Quote the data exactly, first line to the line containing "Game: Godot game, scene", with no pictures.

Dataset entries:

*-*-*

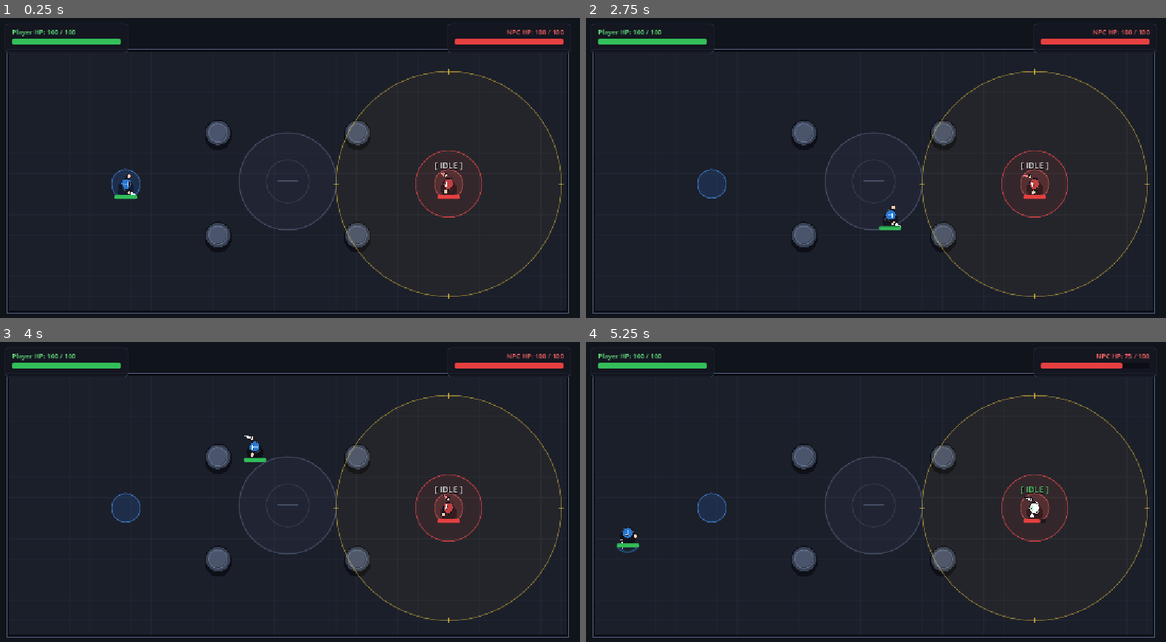
Above: before the commit, frames 1-4 (two rows, left to right).
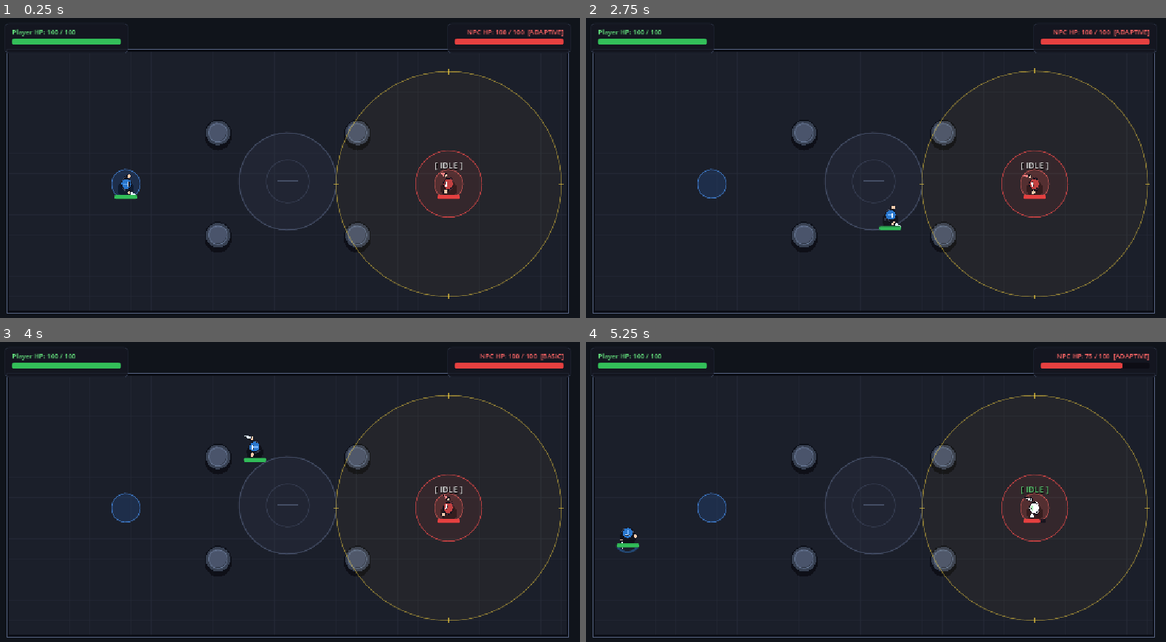
Above: after the commit, the same moments.

Repository: Prats1729/adaptive-npc-ai-FSM
Game: Godot game, scene res://scenes/arena.tscn
Two runs of this game, one before a commit and one after it. Both use one fixed random seed, a clock stepped at 60 frames per second and the inputs below.
Inputs (mouse positions are in pixels of both pictures, inside the frame that each line leads up to):
- Up to frame 1 (0.25 s): no input
- Up to frame 2 (2.75 s): tap Enter (ui_accept) at 0.5, 0.77, 1.07, 1.52, 1.55, 1.82, 2.1 s; move the mouse to (1003, 165) at 0.52 s; hold Right (ui_right) 0.53-1.28 s; hold Space 0.53-1.28 s; tap T at 0.6, 2.3 s; click (1003, 165) at 0.67 s; move the mouse to (754, 198) at 1.27 s; hold Down (ui_down) 1.28-2.03 s; tap Space at 1.35 s; click (754, 198) at 1.42 s; move the mouse to (934, 108) at 2.02 s; hold Right (ui_right) from 2.03 s (still down); click (934, 108) at 2.17 s
- Up to frame 3 (4 s): move the mouse to (261, 570) at 2.77 s; release Right (ui_right) at 2.78 s; hold Up (ui_up) 2.78-3.53 s; tap T at 2.85 s; click (261, 570) at 2.92 s; tap Enter (ui_accept) at 3.02, 3.32, 3.77, 3.8 s; tap Space at 3.05 s; move the mouse to (464, 555) at 3.52 s; hold Left (ui_left) from 3.53 s (still down); hold Space from 3.53 s (still down); click (464, 555) at 3.67 s
- Up to frame 4 (5.25 s): tap Enter (ui_accept) at 4.07, 4.52, 4.82 s; move the mouse to (696, 456) at 4.27 s; release Space at 4.28 s; tap R at 4.35 s; click (696, 456) at 4.42 s; tap T at 4.55 s; move the mouse to (905, 504) at 5.02 s; release Left (ui_left) at 5.03 s; hold Down (ui_down) from 5.03 s (still down); hold Space from 5.03 s (still down); tap 1 at 5.1 s; click (905, 504) at 5.17 s

The runs differ from the first frame. In frame 1, 0.2% of the frame differs, in the area x 80-98%, y 3-7%; in frame 2, 0.7%, in the area x 57-98%, y 3-93%; in frame 3, 0.2%; in frame 4, 0.2%.

Commit message:
added Adaptive FSM Logic
Press T to enable Adaptive FSM Mode

Diff:
--- a/scenes/enemy_npc.tscn
+++ b/scenes/enemy_npc.tscn
@@ -4,6 +4,7 @@
 [ext_resource type="Script" uid="uid://b7v8k9w2x4y1z" path="res://scripts/perception_rings.gd" id="2_rings"]
 [ext_resource type="Script" uid="uid://b23v8y8q4hn7m" path="res://scripts/humanoid_visual.gd" id="3_humanoid_vis"]
 [ext_resource type="Script" uid="uid://brg1jkyxxorjo" path="res://scripts/enemy_fsm.gd" id="4_enemy_fsm"]
+[ext_resource type="Script" uid="uid://b8v6k3w1x9y2z" path="res://scripts/adaptive_logic.gd" id="5_adaptive"]
 
 [sub_resource type="CircleShape2D" id="CircleShape2D_enemy"]
 radius = 16.0
@@ -38,6 +39,9 @@
 [node name="EnemyFSM" type="Node" parent="." unique_id=100715776]
 script = ExtResource("4_enemy_fsm")
 
+[node name="AdaptiveLogic" type="Node" parent="EnemyFSM" unique_id=100715777]
+script = ExtResource("5_adaptive")
+
 [node name="StateLabel" type="Label" parent="." unique_id=1712403922]
 offset_left = -100.0
 offset_top = -48.0
--- /dev/null
+++ b/scripts/adaptive_logic.gd
@@ -0,0 +1,106 @@
+extends Node
+
+# ==============================================================================
+# ADAPTIVE RULE-BASED LOGIC CONTROLLER
+# ------------------------------------------------------------------------------
+# Analyzes real-time player behavior to dynamically modulate FSM decision
+# thresholds (Detection Range and Flee Health Threshold).
+#
+# Adaptive Rules:
+# 1. High Player Aggression (frequent attacks) -> Increase Flee Threshold (30% -> 45%)
+# 2. Passive / Distant Player -> Expand Detection Range (220px -> 285px)
+# ==============================================================================
+
+signal adaptation_updated(aggression_score: float, aggression_tier: String, det_range: float, flee_ratio: float)
+
+@export var is_adaptive_enabled: bool = true
+
+# Baseline FSM Thresholds
+const BASE_DETECTION_RANGE: float = 220.0
+const BASE_FLEE_THRESHOLD: float = 0.30
+const MAX_ADAPTIVE_DETECTION: float = 285.0
+const MAX_ADAPTIVE_FLEE_THRESHOLD: float = 0.45
+
+var fsm: Node = null
+var enemy: CharacterBody2D = null
+
+# Player Behavior Telemetry
+var player_aggression_score: float = 0.0 # Range: 0.0 (Passive) to 1.0 (Hyper-aggressive)
+var time_since_last_player_attack: float = 5.0
+var passive_distance_timer: float = 0.0
+
+func _ready() -> void:
+	fsm = get_parent()
+	if fsm and fsm.get_parent() is CharacterBody2D:
+		enemy = fsm.get_parent() as CharacterBody2D
+
+func _physics_process(delta: float) -> void:
+	if not enemy or not fsm:
+		return
+
+	time_since_last_player_attack += delta
+
+	# Smoothly decay aggression score over time when player isn't attacking
+	player_aggression_score = max(0.0, player_aggression_score - delta * 0.25)
+
+	# Check distance to player for passivity tracking
+	if enemy.player and is_instance_valid(enemy.player):
+		var distance = enemy.global_position.distance_to(enemy.player.global_position)
+		if distance > BASE_DETECTION_RANGE:
+			passive_distance_timer += delta
+		else:
+			passive_distance_timer = max(0.0, passive_distance_timer - delta * 2.0)
+
+	if not is_adaptive_enabled:
+		# Enforce static baseline values in Basic FSM mode
+		fsm.detection_range = BASE_DETECTION_RANGE
+		fsm.flee_health_ratio = BASE_FLEE_THRESHOLD
+		return
+
+	# --- ADAPTIVE THRESHOLD MODULATION ---
+
+	# Rule 1: High Aggression -> Increase retreat threshold (flee earlier to survive)
+	if player_aggression_score > 0.5:
+		var flee_boost = lerp(BASE_FLEE_THRESHOLD, MAX_ADAPTIVE_FLEE_THRESHOLD, (player_aggression_score - 0.5) * 2.0)
+		fsm.flee_health_ratio = lerp(fsm.flee_health_ratio, flee_boost, delta * 2.0)
+	else:
+		fsm.flee_health_ratio = lerp(fsm.flee_health_ratio, BASE_FLEE_THRESHOLD, delta * 1.5)
+
+	# Rule 2: Passive / Distant Player -> Expand detection range (seek out passive player)
+	if passive_distance_timer > 2.5:
+		var target_det = min(MAX_ADAPTIVE_DETECTION, BASE_DETECTION_RANGE + (passive_distance_timer - 2.5) * 15.0)
+		fsm.detection_range = lerp(fsm.detection_range, target_det, delta * 1.5)
+	else:
+		fsm.detection_range = lerp(fsm.detection_range, BASE_DETECTION_RANGE, delta * 2.0)
+
+	var aggression_tier = get_aggression_tier()
+	adaptation_updated.emit(player_aggression_score, aggression_tier, fsm.detection_range, fsm.flee_health_ratio)
+
+# Called whenever the player swings or attacks
+func record_player_attack() -> void:
+	time_since_last_player_attack = 0.0
+	# Spike aggression score (+0.35 per strike, capped at 1.0)
+	player_aggression_score = min(1.0, player_aggression_score + 0.35)
+
+func get_aggression_tier() -> String:
+	if player_aggression_score > 0.65:
+		return "HIGH"
+	elif player_aggression_score > 0.25:
+		return "MEDIUM"
+	else:
+		return "LOW (PASSIVE)"
+
+func toggle_adaptive_mode() -> bool:
+	is_adaptive_enabled = not is_adaptive_enabled
+	if not is_adaptive_enabled and fsm:
+		fsm.detection_range = BASE_DETECTION_RANGE
+		fsm.flee_health_ratio = BASE_FLEE_THRESHOLD
+	return is_adaptive_enabled
+
+func reset_adaptive_telemetry() -> void:
+	player_aggression_score = 0.0
+	time_since_last_player_attack = 5.0
+	passive_distance_timer = 0.0
+	if fsm:
+		fsm.detection_range = BASE_DETECTION_RANGE
+		fsm.flee_health_ratio = BASE_FLEE_THRESHOLD
--- a/scripts/arena.gd
+++ b/scripts/arena.gd
@@ -4,7 +4,7 @@
 # ARENA CONTROLLER & SIMULATION MANAGER
 # ------------------------------------------------------------------------------
 # Minimalistic Arena coordinator displaying only essential Player & NPC vitals.
-# Handles reset (R) and test damage shortcuts (1, 2).
+# Handles reset (R), test damage shortcuts (1, 2), and FSM mode toggle (T).
 # ==============================================================================
 
 @onready var player: CharacterBody2D = $Player
@@ -42,6 +42,14 @@
 	if event.keycode == KEY_R:
 		reset_simulation()
 
+	# Press T: Toggle between Basic FSM and Adaptive FSM
+	elif event.keycode == KEY_T:
+		if fsm and fsm.has_method("toggle_adaptive"):
+			var is_adap = fsm.toggle_adaptive()
+			var mode_str = "ADAPTIVE FSM" if is_adap else "BASIC FSM"
+			print("[AI Mode Switch] Now running in: " + mode_str)
+			_update_vitals_ui()
+
 	# Press 1: Viva Shortcut - Deal 25 Damage to Enemy
 	elif event.keycode == KEY_1:
 		if enemy and is_instance_valid(enemy):
@@ -78,7 +86,8 @@
 		enemy_hp_bar.max_value = max_hp
 		enemy_hp_bar.value = current_hp
 	if enemy_hp_text:
-		enemy_hp_text.text = "NPC HP: %d / %d" % [current_hp, max_hp]
+		var mode_str = "ADAPTIVE" if (fsm and fsm.is_adaptive()) else "BASIC"
+		enemy_hp_text.text = "NPC HP: %d / %d  [%s]" % [current_hp, max_hp, mode_str]
 
 func _update_vitals_ui() -> void:
 	if player:
--- a/scripts/enemy_fsm.gd
+++ b/scripts/enemy_fsm.gd
@@ -6,10 +6,12 @@
 # Core AI Decision-Making Component.
 # Evaluates sensory perception (player distance, entity health) each physics tick
 # and executes transparent, rule-based state transitions with clear explainability.
+# Supports both Basic FSM and Adaptive FSM parameter modulation.
 # ==============================================================================
 
 signal state_changed(old_state_name: String, new_state_name: String, reason: String)
 signal telemetry_updated(telemetry_data: Dictionary)
+signal mode_toggled(is_adaptive: bool)
 
 enum State {
 	IDLE,
@@ -32,6 +34,8 @@
 var attack_timer: float = 0.0
 var last_reason: String = "Simulation Initialized"
 var is_active: bool = true
+
+@onready var adaptive_logic: Node = $AdaptiveLogic if has_node("AdaptiveLogic") else null
 
 # Colors representing each state for visual feedback
 const STATE_COLORS = {
@@ -77,15 +81,17 @@
 	# Send live telemetry to HUD / Event Log
 	emit_telemetry(distance_to_player, health_ratio)
 
-	# Global Transition Rule: If health is low (<= 30%), switch to FLEE unless already FLEE or DEAD
+	# Global Transition Rule: Flee when health drops below current flee threshold
 	if health_ratio <= flee_health_ratio and current_state != State.FLEE and current_state != State.DEAD:
+		var mode_str = "Adaptive" if (adaptive_logic and adaptive_logic.is_adaptive_enabled) else "Static"
 		change_state(
 			State.FLEE,
-			"Low Health (HP: %d/%d - %.0f%% <= %.0f%% threshold)" % [
+			"Low Health (HP: %d/%d - %.0f%% <= %.0f%% [%s Threshold])" % [
 				enemy.current_health,
 				enemy.max_health,
 				health_ratio * 100.0,
-				flee_health_ratio * 100.0
+				flee_health_ratio * 100.0,
+				mode_str
 			]
 		)
 		return
@@ -110,13 +116,11 @@
 # --- STATE ACTIONS & TRANSITION LOGIC ---
 
 func _process_idle_state(distance: float) -> void:
-	# Idle Behavior: Remain alert in position
 	if enemy.player:
 		enemy.stop_moving(enemy.player.global_position)
 	else:
 		enemy.stop_moving()
 
-	# Transition: IDLE -> CHASE when player enters detection range
 	if distance <= detection_range:
 		change_state(
 			State.CHASE,
@@ -124,16 +128,13 @@
 		)
 
 func _process_chase_state(target_pos: Vector2, distance: float) -> void:
-	# Chase Behavior: Move directly toward the player position
 	enemy.move_towards_point(target_pos, enemy.base_speed)
 
-	# Transition 1: CHASE -> ATTACK when within attack range
 	if distance <= attack_range:
 		change_state(
 			State.ATTACK,
 			"Player entered attack range (Distance: %d px <= %d px)" % [round(distance), round(attack_range)]
 		)
-	# Transition 2: CHASE -> IDLE when player escapes beyond detection radius (with hysteresis margin)
 	elif distance > detection_range * 1.2:
 		change_state(
 			State.IDLE,
@@ -141,7 +142,6 @@
 		)
 
 func _process_attack_state(distance: float) -> void:
-	# Attack Behavior: Face player and execute melee strikes on cooldown
 	if enemy.player:
 		enemy.stop_moving(enemy.player.global_position)
 	else:
@@ -154,7 +154,6 @@
 		if enemy.player and enemy.player.has_method("take_damage"):
 			enemy.player.take_damage(attack_damage)
 
-	# Transition: ATTACK -> CHASE if player steps out of attack range
 	if distance > attack_range * 1.25:
 		change_state(
 			State.CHASE,
@@ -162,12 +161,10 @@
 		)
 
 func _process_flee_state(player_pos: Vector2, distance: float, _health_ratio: float) -> void:
-	# Flee Behavior: Move along vector directly opposite to player position
 	var flee_direction = (enemy.global_position - player_pos).normalized()
 	var flee_target = enemy.global_position + flee_direction * 150.0
 	enemy.move_towards_point(flee_target, enemy.flee_speed)
 
-	# Transition: FLEE -> IDLE once a safe distance is established
 	if distance >= safe_distance:
 		change_state(
 			State.IDLE,
@@ -217,13 +214,30 @@
 		"safe_distance": safe_distance,
 		"health_ratio": health_ratio,
 		"attack_cooldown": max(0.0, attack_timer),
+		"is_adaptive": adaptive_logic.is_adaptive_enabled if adaptive_logic else false,
 		"reason": last_reason
 	}
 	telemetry_updated.emit(data)
+
+func notify_player_attacked() -> void:
+	if adaptive_logic and adaptive_logic.has_method("record_player_attack"):
+		adaptive_logic.record_player_attack()
+
+func toggle_adaptive() -> bool:
+	if adaptive_logic:
+		var result = adaptive_logic.toggle_adaptive_mode()
+		mode_toggled.emit(result)
+		return result
+	return false
+
+func is_adaptive() -> bool:
+	return adaptive_logic.is_adaptive_enabled if adaptive_logic else false
 
 func reset_fsm() -> void:
 	attack_timer = 0.0
 	current_state = State.IDLE
 	last_reason = "FSM reset to initial IDLE state."
+	if adaptive_logic and adaptive_logic.has_method("reset_adaptive_telemetry"):
+		adaptive_logic.reset_adaptive_telemetry()
 	if enemy:
 		enemy.update_visual_state(get_state_name(current_state), get_state_color(current_state), last_reason)
--- a/scripts/player.gd
+++ b/scripts/player.gd
@@ -4,7 +4,7 @@
 # PLAYER CONTROLLER
 # ------------------------------------------------------------------------------
 # Handles player movement (WASD / Arrow Keys), sprinting (Shift),
-# basic melee attack (Space / Left Mouse Button), and health tracking.
+# melee attack (Space / Left Mouse Button), and health tracking.
 # Controls the procedural 2D humanoid visual representation.
 # ==============================================================================
 
@@ -98,6 +98,11 @@
 		enemy = get_parent().get_node_or_null("EnemyNPC")
 
 	if enemy and is_instance_valid(enemy):
+		# Notify enemy FSM of player attack for aggression telemetry
+		var enemy_fsm = enemy.get_node_or_null("EnemyFSM")
+		if enemy_fsm and enemy_fsm.has_method("notify_player_attacked"):
+			enemy_fsm.notify_player_attacked()
+
 		var distance = global_position.distance_to(enemy.global_position)
 		if distance <= attack_range:
 			if enemy.has_method("take_damage"):
Not shown, added: scripts/adaptive_logic.gd.uid

*-*-*

EXERCISE RESPONSE
Above: before the commit, frames 1-4 (two rows, left to right).
Above: after the commit, the same moments.

Repository: Prats1729/adaptive-npc-ai-FSM
Game: Godot game, scene res://scenes/arena.tscn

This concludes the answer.